August 19th, 2024
I love maps and orienteering. The location services on my phone don't work properly because of the custom rom I installed, so I'm forced to figure out my location on the map manually, by the things i see around, since GPS is not an option. That way every time I'm going somewhere new turns into a fun game.
When I spent a year with dumbphones, every time i needed to go to an unfamiliar place, I'd look up the route beforehand and draw a little map on a piece of paper, highlight the landmarks and write notes. It was SO fun. I'm not doing some boring chores that involve moving around the city anymore, I'm a fucking pirate with an old treasure map instead.
I think, dependence on GPS messes with our ability to navigate for ourselves. If you are blindly following the directions given by your navigational app, you aren't actually navigating, you aren't forming a 3D map of the area in your head and you aren't linking the pieces together. Navigation is a very useful skill that anyone can learn and improve through work, and when you are simply following the instructions, that skill atrophies.
But why is this skill still useful now?
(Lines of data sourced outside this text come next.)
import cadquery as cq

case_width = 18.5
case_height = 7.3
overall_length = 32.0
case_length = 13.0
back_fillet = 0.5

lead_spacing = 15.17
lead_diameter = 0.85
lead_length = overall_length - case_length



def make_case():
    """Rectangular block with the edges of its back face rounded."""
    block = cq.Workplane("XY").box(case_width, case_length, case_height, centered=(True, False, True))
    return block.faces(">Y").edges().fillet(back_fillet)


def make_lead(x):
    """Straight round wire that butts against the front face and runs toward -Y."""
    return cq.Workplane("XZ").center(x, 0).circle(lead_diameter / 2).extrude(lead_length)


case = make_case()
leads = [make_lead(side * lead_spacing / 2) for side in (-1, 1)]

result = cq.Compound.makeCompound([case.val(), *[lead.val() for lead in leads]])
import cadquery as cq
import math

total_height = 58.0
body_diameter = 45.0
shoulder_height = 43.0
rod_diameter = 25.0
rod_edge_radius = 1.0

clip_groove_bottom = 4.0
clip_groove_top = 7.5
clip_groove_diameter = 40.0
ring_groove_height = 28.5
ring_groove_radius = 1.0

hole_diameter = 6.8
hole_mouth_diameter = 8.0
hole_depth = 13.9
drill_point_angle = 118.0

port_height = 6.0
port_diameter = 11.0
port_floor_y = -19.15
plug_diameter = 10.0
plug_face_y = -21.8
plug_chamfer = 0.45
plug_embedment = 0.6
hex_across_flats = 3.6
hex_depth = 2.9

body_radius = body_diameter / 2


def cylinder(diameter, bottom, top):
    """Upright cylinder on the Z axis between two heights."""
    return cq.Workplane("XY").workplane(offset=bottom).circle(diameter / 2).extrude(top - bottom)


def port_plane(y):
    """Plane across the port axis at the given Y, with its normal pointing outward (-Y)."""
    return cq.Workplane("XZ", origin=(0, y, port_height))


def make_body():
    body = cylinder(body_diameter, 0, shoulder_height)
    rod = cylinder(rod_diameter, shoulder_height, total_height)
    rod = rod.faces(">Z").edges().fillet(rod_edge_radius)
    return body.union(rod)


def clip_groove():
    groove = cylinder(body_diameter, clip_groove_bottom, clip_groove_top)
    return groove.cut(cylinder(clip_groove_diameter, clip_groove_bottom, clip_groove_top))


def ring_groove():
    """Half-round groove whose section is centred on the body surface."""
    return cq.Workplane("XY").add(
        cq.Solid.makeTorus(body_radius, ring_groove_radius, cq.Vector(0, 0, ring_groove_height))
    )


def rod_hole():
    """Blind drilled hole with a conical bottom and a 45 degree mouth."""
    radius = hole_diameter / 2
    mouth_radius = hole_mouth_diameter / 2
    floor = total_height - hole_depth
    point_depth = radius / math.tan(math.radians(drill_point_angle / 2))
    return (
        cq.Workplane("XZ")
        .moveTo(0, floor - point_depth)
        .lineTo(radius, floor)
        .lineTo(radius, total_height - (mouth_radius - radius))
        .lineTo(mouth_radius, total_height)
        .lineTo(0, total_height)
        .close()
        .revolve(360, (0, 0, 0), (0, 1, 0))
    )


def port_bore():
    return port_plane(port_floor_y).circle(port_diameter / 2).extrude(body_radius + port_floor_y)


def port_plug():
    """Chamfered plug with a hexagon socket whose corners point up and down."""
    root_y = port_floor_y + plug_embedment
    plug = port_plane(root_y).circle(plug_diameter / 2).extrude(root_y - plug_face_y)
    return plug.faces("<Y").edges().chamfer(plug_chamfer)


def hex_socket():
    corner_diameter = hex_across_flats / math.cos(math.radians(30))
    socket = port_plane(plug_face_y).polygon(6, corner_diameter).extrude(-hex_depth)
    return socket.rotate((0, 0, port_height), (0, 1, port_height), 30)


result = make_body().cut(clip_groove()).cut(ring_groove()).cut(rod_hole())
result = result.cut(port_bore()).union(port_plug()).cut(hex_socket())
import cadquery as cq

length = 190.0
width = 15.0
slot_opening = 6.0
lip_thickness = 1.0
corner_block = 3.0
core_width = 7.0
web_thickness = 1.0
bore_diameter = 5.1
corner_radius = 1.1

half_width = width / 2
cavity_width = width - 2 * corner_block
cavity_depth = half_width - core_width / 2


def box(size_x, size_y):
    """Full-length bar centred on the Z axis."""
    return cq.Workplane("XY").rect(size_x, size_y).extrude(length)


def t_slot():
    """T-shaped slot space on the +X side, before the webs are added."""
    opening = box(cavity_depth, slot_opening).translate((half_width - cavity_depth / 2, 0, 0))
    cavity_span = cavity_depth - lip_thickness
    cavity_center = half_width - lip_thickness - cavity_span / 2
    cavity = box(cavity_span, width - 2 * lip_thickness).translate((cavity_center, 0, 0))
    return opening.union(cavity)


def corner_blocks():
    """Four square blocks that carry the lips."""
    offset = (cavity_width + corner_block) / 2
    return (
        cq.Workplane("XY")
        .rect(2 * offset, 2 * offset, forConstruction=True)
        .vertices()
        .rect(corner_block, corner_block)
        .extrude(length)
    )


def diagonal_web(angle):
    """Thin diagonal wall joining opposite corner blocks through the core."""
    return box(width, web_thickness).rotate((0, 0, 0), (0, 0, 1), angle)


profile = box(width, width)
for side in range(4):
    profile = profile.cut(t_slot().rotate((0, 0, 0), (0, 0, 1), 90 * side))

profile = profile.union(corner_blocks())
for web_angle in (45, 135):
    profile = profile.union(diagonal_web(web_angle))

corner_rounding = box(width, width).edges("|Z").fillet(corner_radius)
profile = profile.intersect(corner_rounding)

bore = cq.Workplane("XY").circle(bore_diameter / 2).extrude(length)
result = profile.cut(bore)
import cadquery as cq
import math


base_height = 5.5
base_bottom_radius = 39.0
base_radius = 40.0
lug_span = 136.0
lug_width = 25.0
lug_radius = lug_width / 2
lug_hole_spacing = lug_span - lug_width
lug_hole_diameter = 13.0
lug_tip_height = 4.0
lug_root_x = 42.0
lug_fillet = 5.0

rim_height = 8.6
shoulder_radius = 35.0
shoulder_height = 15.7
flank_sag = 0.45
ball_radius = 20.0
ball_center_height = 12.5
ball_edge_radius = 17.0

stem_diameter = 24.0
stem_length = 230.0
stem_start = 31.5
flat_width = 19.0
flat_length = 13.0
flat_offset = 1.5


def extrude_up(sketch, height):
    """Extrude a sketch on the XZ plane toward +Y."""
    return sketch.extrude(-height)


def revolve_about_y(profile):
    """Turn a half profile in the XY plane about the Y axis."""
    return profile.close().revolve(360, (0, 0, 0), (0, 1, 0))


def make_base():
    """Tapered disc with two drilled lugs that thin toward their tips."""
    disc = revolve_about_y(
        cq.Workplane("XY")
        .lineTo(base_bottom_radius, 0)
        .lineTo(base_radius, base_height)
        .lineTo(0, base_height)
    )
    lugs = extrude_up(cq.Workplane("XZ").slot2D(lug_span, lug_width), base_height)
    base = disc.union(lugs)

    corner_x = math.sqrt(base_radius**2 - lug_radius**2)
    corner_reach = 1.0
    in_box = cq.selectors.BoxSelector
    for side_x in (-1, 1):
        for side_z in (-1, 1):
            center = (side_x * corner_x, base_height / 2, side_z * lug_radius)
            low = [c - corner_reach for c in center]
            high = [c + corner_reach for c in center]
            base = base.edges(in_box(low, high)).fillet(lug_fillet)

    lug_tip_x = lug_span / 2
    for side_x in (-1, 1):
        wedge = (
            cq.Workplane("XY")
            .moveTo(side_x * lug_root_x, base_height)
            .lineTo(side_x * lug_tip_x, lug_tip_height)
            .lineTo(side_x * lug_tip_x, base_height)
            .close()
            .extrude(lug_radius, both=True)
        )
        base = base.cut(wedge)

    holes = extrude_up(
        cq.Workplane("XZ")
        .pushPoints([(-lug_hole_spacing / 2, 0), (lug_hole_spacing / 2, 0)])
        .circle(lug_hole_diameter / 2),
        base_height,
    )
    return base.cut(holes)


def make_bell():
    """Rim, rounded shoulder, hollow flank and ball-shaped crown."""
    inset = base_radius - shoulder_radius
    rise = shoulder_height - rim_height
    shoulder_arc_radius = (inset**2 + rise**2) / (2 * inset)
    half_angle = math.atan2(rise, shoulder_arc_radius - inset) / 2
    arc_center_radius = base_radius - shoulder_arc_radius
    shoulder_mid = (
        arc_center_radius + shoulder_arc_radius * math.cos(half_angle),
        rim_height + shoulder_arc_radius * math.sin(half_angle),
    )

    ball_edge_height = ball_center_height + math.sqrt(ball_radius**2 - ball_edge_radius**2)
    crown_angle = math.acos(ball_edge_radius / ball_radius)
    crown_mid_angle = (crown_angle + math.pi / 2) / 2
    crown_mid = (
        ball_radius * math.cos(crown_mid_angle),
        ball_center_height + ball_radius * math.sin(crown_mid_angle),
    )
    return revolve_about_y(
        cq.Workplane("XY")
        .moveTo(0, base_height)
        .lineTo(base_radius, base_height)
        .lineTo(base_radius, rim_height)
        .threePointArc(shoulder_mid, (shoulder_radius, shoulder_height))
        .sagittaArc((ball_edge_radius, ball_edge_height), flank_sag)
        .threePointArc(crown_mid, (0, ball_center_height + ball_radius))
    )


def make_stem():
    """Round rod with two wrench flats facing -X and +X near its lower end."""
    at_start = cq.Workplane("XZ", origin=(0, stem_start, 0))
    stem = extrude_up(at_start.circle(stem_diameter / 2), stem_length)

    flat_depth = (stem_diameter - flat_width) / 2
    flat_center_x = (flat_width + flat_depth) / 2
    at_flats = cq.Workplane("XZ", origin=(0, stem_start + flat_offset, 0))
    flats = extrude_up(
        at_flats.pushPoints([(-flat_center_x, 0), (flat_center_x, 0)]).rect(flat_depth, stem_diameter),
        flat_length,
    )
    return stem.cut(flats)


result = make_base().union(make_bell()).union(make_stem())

It was crucial back in the day, because you must know where to find water, what areas are dangerous, where you already gathered, how to come back home from afar and so on. But now, when all of us have smartphones with GPS and you can ask somebody for directions in the city, it's impossible to get lost, so navigation skills should become practically obsolete.
Why do I think that it's still a very good thing to know? Well, it's most likely a core skill for humans that contributed to our success as a species, and therefore it should be really beneficial for the brain to employ it, especially for spatial thinking. Creating mental maps in your head is also really fun and as a result, your phone's battery will drain slower...
I'm certainly not saying we should abolish GPS and never use it again, but sometimes it can be really fun and beneficial to abandon it for a while and to exercise your brain to figure out the route without an app telling you where to go turn by turn. You'd also remember more from your trips and walks, if you relied less on automated directions.
Me and my classmates came up with a No Maps Challenge and sometimes we are doing it when hanging out. It's simple — you go somewhere and use no maps. The first time we did it was on, like, second day of university and knowing each other. We decided to walk to our homes instead of taking bus, and use no maps at all, only our feel of direction. For reference, the bus ride to our homes is around 1 hour long. It took us 5 hours before we found ourselves in a completely unfamiliar place and gave up. We looked at maps and it turned out that we followed a correct path for the most part, but then we messed up at one turn and went in the opposite direction.
Despite the failure, it was a great day of pure fun, exploration and becoming friends. The only food we had during that trip was one tomato we stole from someone's garden that we split between three people and a bottle of kvas. We also stole an onion from the same garden and put it in the toilet tank at our uni the next day, so that every time someone flushes, the water has a strong onion smell.
I also really love figuring out the location of places from photos. One instance of this I'm most proud of: someone told me there's a train graveyard in the city — a place where broken and abandoned trains are left. But there was no info of its location online, since urban explorers almost always conceal the coordinates of places in order to keep out retarded kids coming to their hidden places, destroying everything what's left there, pilfering all of the remaining stuff, spraying the walls with graffiti and littering on every single surface.
I couldn't find the location online, so I opened satellite images and after some searching found something looking very much like a train graveyard. I went to the place and it was indeed the correct one.
 
The other time someone told me about underground tunnels, and, again, no coordinates online. Me and my classmate guesstimated the approximate search radius based on the bits of info and photos we had and started our field operation. We searched everywhere in that area for two full days and in the late evening of the second day we found it. The entrance to the tunnels.
It's probably quite obvious that the concept of maps makes me hard wildly excited. Other fun things I do with maps: I mark on them all of the interesting places I come across; I draw from memory the routes I've taken. There's software to automatically record your route in the background, but I'm doing it to retrospectively reconstruct my route, sort of relive the trip in my head while remembering all of the turns, unify it in my head, understand the area better and build a good mental map. It also makes me pay more attention to the surrounding stuff while I'm outside, since it'll help me to remember where I went.
I also got a courier job at a delivery service for the summer break. I deliver groceries on bike. The pay isn't great, but I'm basically paid for doing things I'd do for free, and my motivation is mostly bike, quest system and novelty, rather than money. And maps. A really big part of the job is navigating, and I really enjoy it. I only use my phone about two times during one delivery — first, to check where I need to go, and second — already at the client's house, to look up the apartment number.
Fuck you GPS! I love knowing my city really well and every time a passer-by asks me for directions my mood lifts up by 250%, because I can answer immediately, without looking at maps, even if I don't know the area well.